[Opening Data records section]

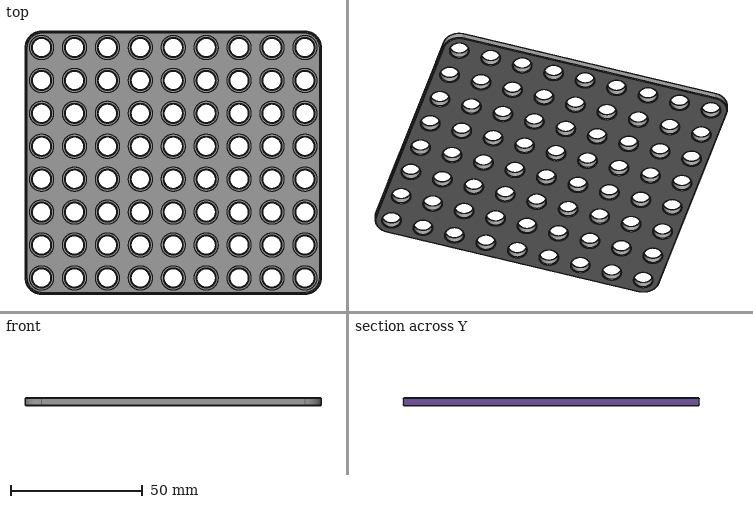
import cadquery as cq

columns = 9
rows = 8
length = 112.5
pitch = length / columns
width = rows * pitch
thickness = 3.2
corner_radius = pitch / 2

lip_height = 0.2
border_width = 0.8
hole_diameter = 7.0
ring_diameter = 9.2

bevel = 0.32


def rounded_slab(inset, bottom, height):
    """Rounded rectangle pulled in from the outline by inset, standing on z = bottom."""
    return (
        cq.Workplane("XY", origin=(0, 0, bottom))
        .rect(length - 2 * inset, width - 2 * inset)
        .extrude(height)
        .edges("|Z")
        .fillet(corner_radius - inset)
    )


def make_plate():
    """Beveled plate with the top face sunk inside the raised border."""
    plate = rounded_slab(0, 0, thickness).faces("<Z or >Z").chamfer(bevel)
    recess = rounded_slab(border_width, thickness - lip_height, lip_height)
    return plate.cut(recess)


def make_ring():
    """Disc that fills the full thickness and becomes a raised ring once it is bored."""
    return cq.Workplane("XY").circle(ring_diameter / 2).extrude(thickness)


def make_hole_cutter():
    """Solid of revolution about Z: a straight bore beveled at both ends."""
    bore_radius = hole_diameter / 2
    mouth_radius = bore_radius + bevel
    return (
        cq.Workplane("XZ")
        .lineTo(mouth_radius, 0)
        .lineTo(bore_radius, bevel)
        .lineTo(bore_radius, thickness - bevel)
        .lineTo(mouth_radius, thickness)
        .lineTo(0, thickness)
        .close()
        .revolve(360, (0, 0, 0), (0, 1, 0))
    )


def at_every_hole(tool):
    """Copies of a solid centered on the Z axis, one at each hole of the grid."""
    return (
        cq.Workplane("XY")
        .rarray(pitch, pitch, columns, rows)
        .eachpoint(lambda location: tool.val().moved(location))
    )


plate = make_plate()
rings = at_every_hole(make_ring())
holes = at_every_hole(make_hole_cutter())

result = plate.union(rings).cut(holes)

[Closing Data records section]

The task ::
Above are some records. Copy each of their lines that holds the string "lineTo".

Exercise response ::
        .lineTo(mouth_radius, 0)
        .lineTo(bore_radius, bevel)
        .lineTo(bore_radius, thickness - bevel)
        .lineTo(mouth_radius, thickness)
        .lineTo(0, thickness)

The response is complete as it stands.